Collection entries:

=== Section Start ===

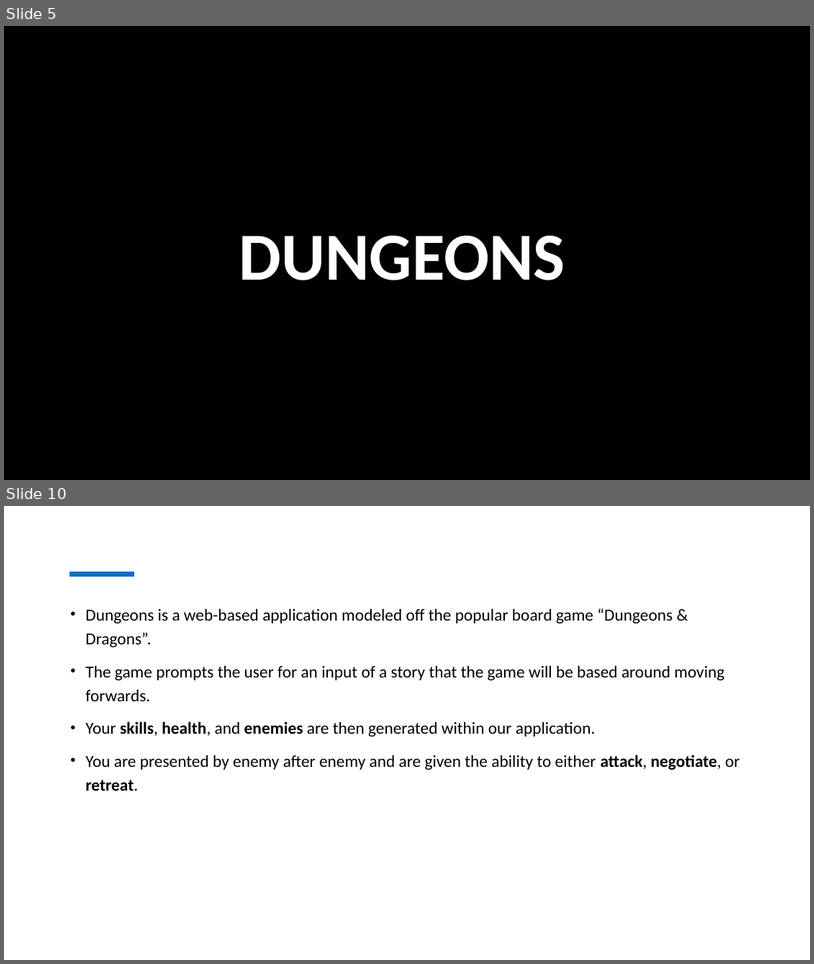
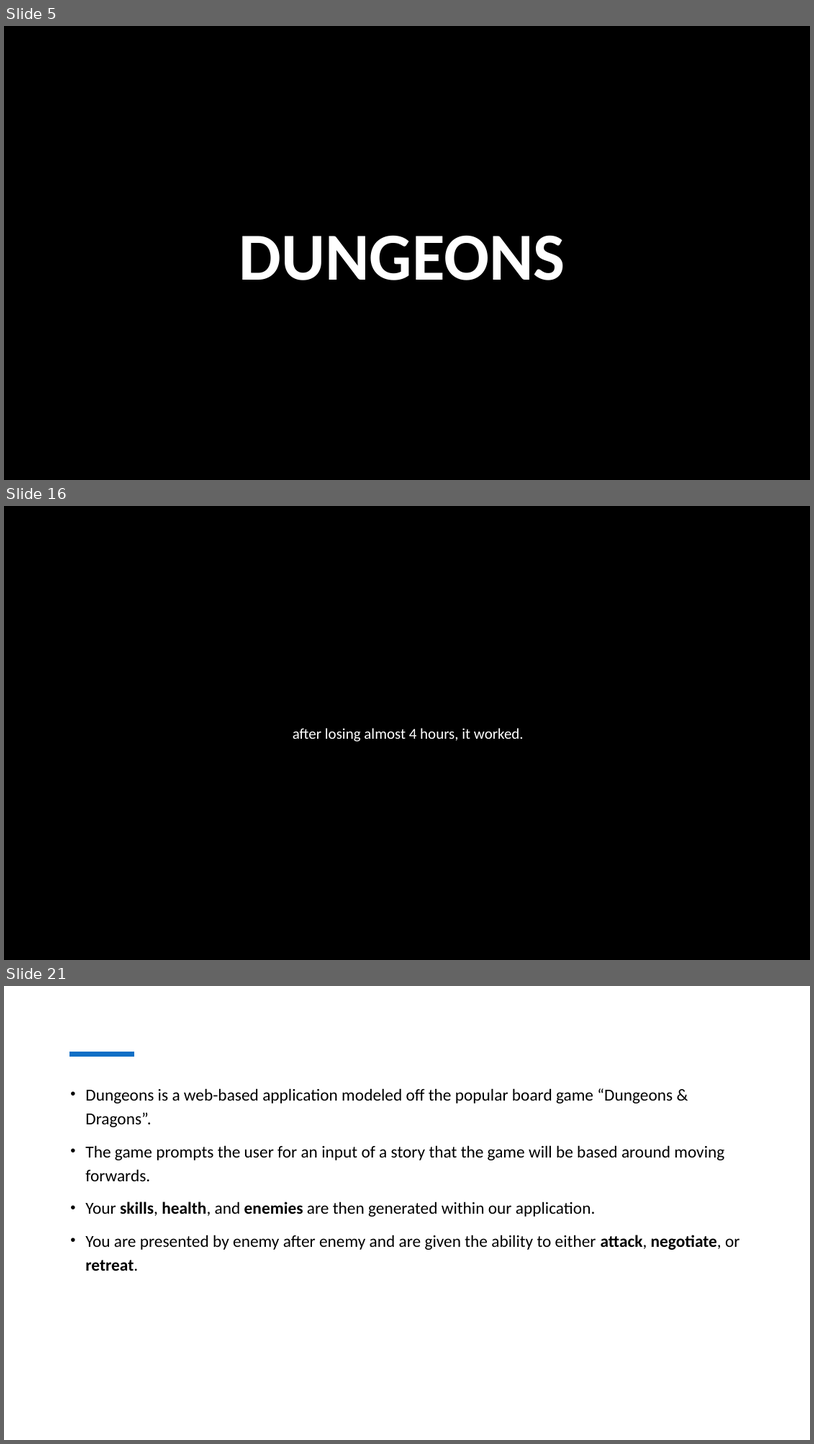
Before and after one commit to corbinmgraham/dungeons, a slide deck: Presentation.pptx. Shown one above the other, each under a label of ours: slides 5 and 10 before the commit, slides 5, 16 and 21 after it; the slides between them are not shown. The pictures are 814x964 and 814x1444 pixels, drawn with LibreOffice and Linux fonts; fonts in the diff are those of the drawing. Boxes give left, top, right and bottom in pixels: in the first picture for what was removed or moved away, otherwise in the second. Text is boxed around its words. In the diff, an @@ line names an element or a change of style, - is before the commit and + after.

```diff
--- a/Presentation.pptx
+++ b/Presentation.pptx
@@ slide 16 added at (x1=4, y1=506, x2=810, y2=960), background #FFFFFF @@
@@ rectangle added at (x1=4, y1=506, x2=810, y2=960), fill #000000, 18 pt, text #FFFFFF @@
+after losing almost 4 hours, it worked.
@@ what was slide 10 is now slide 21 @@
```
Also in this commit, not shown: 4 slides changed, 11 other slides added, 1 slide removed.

=== Section End ===
=== Section Start ===

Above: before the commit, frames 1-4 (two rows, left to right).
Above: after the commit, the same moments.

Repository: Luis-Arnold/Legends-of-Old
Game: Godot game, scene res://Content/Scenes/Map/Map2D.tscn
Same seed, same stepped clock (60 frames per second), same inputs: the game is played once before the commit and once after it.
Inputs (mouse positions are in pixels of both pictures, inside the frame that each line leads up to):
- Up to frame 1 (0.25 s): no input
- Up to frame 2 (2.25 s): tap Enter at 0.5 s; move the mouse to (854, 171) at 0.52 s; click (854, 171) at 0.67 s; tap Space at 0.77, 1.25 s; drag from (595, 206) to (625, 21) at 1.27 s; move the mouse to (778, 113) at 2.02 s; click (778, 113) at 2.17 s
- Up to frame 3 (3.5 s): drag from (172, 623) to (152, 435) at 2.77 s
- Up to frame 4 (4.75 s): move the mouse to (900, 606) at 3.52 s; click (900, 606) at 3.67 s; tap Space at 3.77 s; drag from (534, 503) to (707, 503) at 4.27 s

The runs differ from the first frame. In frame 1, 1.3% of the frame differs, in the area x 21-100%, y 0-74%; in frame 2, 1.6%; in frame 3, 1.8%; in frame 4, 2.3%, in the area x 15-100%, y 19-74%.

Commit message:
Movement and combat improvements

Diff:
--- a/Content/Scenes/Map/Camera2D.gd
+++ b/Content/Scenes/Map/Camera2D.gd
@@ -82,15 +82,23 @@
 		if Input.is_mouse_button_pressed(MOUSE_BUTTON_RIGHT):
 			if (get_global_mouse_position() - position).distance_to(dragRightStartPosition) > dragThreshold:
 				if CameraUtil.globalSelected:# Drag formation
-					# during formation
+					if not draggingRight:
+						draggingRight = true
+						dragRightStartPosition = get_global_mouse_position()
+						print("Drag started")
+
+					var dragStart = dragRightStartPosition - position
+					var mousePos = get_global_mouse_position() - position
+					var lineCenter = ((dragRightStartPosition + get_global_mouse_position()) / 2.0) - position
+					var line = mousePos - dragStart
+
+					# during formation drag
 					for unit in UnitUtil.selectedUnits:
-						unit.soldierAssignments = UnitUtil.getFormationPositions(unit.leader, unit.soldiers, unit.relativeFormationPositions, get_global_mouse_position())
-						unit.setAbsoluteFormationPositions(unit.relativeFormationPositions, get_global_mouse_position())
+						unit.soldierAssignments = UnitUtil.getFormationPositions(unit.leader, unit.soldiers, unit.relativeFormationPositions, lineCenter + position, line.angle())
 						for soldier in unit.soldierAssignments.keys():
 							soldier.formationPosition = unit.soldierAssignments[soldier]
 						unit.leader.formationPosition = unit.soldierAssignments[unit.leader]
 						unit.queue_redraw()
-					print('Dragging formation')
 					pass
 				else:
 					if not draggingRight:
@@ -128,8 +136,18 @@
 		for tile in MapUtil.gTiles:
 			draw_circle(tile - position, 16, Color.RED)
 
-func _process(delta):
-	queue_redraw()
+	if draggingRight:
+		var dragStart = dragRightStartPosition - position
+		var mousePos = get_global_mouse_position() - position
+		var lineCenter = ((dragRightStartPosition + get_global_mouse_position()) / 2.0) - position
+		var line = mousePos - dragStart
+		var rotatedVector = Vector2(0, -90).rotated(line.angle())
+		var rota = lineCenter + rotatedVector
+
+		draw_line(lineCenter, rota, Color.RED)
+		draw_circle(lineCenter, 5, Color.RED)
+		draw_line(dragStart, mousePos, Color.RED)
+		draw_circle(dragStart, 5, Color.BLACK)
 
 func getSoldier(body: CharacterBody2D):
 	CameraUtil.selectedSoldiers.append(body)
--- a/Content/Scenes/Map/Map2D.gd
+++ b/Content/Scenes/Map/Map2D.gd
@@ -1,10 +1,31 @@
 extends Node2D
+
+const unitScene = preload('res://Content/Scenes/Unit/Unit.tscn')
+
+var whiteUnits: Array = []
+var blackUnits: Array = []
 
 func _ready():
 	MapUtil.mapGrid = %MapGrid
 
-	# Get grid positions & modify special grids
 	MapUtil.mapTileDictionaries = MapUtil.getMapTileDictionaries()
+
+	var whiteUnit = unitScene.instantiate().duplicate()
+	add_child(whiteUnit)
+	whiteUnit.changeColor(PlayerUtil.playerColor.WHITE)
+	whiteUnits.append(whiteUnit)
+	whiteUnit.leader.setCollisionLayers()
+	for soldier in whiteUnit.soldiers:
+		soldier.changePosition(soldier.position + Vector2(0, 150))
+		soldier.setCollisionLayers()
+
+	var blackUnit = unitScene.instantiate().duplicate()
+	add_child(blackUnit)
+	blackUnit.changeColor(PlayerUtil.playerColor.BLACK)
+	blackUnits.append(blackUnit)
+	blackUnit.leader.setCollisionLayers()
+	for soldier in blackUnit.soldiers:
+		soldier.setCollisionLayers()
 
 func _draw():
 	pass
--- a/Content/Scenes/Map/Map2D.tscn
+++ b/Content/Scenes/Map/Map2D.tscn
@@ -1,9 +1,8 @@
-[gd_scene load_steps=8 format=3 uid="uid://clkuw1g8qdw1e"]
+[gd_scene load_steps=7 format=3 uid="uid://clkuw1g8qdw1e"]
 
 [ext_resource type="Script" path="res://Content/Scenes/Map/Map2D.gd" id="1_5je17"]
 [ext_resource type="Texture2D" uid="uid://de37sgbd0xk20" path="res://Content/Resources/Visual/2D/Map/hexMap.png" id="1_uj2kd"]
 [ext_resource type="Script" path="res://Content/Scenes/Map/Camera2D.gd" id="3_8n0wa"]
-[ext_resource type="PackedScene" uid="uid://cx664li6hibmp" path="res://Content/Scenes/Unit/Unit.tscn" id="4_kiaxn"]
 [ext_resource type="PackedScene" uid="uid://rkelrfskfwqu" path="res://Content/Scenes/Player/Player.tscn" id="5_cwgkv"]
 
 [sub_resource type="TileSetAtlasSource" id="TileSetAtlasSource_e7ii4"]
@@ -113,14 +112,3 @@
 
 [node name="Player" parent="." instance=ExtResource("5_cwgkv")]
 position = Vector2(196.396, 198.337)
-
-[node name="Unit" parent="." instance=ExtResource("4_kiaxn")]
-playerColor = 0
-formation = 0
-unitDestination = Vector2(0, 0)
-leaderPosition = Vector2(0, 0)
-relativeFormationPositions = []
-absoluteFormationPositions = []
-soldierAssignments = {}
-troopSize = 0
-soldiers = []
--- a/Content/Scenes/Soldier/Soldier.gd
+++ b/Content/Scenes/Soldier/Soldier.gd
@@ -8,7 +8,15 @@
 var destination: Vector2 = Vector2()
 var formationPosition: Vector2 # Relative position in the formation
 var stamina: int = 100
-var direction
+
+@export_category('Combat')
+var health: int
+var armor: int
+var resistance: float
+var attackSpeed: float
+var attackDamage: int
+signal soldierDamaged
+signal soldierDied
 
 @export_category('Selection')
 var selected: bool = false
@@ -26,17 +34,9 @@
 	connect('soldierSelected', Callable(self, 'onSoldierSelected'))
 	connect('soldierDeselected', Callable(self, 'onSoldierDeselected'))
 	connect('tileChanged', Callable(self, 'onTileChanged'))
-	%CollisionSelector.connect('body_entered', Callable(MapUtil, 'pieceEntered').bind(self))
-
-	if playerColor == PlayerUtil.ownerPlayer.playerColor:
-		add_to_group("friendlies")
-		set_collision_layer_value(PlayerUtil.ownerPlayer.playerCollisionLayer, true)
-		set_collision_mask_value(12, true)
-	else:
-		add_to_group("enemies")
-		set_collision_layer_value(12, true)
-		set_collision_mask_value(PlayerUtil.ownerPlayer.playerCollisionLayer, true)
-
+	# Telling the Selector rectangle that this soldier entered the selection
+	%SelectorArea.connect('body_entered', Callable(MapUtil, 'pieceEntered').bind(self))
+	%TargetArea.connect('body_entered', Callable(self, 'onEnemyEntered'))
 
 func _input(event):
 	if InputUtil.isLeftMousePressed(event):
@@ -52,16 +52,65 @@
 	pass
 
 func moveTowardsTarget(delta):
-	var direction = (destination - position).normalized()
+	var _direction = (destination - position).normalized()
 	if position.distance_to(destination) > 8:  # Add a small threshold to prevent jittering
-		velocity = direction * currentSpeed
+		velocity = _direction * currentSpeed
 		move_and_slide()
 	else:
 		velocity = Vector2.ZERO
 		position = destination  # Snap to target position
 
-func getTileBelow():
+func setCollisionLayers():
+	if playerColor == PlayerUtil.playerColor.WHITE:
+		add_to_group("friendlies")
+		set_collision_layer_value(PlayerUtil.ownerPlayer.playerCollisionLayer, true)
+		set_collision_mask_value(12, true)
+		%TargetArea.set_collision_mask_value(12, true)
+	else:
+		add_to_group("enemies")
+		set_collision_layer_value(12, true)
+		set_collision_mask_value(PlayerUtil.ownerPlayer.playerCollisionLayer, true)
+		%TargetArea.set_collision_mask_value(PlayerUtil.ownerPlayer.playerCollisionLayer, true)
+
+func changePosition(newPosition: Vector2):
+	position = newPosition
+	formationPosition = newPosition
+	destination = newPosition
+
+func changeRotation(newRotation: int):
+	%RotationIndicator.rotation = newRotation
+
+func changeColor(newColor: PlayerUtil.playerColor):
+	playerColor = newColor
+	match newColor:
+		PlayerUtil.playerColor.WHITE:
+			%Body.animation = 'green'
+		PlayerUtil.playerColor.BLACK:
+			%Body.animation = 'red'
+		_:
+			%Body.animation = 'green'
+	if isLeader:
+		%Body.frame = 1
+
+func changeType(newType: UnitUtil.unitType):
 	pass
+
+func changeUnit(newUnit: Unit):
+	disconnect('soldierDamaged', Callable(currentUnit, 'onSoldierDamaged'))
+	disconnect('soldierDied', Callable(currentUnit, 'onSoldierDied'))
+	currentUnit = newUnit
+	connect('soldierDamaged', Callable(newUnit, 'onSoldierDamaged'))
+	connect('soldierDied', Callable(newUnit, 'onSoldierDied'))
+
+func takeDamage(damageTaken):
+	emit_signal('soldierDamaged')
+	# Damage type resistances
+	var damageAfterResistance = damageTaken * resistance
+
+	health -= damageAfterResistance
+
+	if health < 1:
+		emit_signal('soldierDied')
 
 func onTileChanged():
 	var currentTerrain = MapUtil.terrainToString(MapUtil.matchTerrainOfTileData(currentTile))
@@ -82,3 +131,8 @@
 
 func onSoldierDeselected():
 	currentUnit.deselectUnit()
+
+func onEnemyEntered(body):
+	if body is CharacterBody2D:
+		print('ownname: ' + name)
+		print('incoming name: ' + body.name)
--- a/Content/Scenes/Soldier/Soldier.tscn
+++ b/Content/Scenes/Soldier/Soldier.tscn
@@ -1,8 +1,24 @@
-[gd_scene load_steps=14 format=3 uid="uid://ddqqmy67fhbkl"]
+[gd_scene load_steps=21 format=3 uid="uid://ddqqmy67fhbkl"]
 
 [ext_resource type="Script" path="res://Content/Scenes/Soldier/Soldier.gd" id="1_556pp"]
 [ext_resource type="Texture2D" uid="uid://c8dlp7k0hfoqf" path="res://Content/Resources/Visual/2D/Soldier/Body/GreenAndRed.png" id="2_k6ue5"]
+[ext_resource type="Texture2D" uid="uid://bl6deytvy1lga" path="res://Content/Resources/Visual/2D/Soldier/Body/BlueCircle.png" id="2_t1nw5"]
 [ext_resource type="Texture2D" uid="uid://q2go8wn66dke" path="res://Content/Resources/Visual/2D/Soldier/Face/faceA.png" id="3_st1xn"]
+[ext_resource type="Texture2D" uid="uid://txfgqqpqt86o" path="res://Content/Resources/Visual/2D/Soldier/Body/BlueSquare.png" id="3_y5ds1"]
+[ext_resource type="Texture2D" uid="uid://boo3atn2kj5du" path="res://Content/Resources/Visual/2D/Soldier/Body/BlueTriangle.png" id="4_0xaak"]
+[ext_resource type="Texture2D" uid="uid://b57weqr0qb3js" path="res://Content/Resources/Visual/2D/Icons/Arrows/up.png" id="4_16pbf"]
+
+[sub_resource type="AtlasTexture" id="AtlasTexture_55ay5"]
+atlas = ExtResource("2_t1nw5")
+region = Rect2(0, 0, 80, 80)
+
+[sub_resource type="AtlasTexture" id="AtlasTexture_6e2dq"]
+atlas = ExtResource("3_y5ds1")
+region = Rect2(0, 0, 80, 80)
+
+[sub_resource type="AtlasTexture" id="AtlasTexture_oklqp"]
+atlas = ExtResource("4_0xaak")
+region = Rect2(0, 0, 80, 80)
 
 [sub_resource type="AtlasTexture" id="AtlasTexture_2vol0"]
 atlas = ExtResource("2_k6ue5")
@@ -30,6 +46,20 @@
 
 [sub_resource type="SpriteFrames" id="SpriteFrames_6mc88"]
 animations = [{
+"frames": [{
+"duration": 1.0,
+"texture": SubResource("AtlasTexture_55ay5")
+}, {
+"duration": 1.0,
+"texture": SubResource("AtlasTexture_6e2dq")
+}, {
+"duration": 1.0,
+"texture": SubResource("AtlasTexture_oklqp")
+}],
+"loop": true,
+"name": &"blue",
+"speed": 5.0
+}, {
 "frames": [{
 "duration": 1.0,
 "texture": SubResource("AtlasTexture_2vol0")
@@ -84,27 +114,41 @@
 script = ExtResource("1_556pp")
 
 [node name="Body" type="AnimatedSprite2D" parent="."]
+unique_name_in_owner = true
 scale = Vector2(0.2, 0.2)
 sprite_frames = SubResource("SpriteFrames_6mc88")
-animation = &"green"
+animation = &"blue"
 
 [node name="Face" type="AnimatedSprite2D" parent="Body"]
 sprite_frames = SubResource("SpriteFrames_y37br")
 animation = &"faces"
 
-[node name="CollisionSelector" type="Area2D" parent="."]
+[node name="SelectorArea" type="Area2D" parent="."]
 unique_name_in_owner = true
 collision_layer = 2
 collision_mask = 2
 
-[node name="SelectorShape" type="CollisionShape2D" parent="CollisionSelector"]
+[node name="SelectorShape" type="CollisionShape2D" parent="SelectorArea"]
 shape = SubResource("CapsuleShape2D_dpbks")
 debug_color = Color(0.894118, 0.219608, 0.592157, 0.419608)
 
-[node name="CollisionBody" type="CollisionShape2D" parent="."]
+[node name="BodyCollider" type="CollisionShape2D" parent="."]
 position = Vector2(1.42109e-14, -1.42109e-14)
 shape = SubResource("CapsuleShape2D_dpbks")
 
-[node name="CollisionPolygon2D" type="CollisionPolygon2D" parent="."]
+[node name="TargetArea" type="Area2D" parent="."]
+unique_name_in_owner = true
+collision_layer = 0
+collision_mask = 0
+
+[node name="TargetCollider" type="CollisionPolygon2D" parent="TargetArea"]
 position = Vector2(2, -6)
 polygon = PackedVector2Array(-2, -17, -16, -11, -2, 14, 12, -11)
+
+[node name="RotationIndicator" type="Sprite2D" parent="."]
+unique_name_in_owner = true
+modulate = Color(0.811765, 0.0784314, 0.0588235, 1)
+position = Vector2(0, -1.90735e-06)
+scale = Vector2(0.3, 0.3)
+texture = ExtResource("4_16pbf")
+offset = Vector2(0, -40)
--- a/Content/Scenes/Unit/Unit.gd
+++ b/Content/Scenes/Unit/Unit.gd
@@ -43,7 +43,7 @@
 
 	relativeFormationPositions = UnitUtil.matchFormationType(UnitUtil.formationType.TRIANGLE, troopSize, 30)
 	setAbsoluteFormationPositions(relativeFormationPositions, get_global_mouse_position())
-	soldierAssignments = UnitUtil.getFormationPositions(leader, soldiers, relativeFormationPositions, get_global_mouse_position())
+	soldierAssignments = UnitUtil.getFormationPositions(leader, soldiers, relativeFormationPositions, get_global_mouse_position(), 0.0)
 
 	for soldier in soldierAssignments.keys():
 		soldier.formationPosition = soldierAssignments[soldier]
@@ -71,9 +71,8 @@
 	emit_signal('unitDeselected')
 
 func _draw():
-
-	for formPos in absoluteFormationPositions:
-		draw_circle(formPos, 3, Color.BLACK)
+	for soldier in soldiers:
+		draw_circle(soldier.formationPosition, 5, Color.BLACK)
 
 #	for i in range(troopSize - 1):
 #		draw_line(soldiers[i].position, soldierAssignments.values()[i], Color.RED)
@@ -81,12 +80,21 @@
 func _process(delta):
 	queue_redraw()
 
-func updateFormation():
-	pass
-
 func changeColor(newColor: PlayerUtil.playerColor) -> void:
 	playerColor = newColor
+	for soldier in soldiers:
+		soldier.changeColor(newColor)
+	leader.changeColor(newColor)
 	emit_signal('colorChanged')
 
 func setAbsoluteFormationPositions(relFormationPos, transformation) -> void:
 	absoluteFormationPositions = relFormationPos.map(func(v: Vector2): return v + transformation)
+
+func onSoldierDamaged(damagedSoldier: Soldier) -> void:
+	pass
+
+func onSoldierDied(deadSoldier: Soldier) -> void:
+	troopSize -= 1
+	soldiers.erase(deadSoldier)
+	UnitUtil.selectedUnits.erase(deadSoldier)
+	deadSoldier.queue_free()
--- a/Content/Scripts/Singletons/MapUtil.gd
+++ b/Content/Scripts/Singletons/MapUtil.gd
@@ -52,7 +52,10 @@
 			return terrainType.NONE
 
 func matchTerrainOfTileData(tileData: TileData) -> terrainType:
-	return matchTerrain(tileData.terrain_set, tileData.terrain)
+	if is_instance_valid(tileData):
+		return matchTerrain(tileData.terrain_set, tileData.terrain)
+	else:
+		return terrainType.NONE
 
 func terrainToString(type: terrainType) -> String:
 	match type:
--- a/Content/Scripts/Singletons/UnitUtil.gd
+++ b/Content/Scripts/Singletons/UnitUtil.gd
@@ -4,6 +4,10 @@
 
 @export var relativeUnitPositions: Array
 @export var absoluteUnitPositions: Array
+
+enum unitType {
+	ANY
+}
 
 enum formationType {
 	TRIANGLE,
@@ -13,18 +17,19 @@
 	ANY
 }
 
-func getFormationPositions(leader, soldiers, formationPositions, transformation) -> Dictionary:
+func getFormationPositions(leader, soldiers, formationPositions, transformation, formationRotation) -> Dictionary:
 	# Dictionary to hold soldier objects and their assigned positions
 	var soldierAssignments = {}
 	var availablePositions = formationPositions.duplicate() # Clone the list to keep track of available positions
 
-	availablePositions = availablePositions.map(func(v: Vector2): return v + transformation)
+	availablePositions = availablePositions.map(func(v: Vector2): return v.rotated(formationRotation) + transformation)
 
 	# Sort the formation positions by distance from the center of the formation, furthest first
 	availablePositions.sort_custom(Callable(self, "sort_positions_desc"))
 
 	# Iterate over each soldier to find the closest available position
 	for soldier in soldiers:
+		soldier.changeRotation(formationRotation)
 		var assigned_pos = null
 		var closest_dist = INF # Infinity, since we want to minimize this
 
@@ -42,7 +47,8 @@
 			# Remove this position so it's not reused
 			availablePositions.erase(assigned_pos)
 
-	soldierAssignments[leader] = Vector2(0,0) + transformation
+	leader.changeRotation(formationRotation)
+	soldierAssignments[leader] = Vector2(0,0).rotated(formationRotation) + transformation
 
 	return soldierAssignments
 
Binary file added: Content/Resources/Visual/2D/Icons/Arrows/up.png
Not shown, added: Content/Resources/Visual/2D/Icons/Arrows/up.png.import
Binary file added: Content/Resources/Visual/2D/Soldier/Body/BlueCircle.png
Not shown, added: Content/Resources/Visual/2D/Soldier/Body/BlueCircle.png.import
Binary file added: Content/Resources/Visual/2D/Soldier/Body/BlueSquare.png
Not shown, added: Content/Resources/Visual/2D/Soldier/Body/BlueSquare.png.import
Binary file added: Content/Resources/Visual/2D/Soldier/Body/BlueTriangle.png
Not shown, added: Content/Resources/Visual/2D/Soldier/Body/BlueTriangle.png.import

=== Section End ===
=== Section Start ===

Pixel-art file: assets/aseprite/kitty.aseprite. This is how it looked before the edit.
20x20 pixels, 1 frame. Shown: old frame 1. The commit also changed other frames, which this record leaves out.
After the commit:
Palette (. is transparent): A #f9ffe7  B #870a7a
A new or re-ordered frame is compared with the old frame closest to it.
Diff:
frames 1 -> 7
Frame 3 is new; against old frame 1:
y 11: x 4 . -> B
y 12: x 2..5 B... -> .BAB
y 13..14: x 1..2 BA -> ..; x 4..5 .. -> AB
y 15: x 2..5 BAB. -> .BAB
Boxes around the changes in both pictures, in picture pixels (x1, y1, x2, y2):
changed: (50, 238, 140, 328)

=== Section End ===

:: Exercise description ::
Report each line above that includes the string "playerColor".

:: Result ::
+	whiteUnit.changeColor(PlayerUtil.playerColor.WHITE)
+	blackUnit.changeColor(PlayerUtil.playerColor.BLACK)
-playerColor = 0
-	if playerColor == PlayerUtil.ownerPlayer.playerColor:
+	if playerColor == PlayerUtil.playerColor.WHITE:
+func changeColor(newColor: PlayerUtil.playerColor):
+	playerColor = newColor
+		PlayerUtil.playerColor.WHITE:
+		PlayerUtil.playerColor.BLACK:
 func changeColor(newColor: PlayerUtil.playerColor) -> void:
 	playerColor = newColor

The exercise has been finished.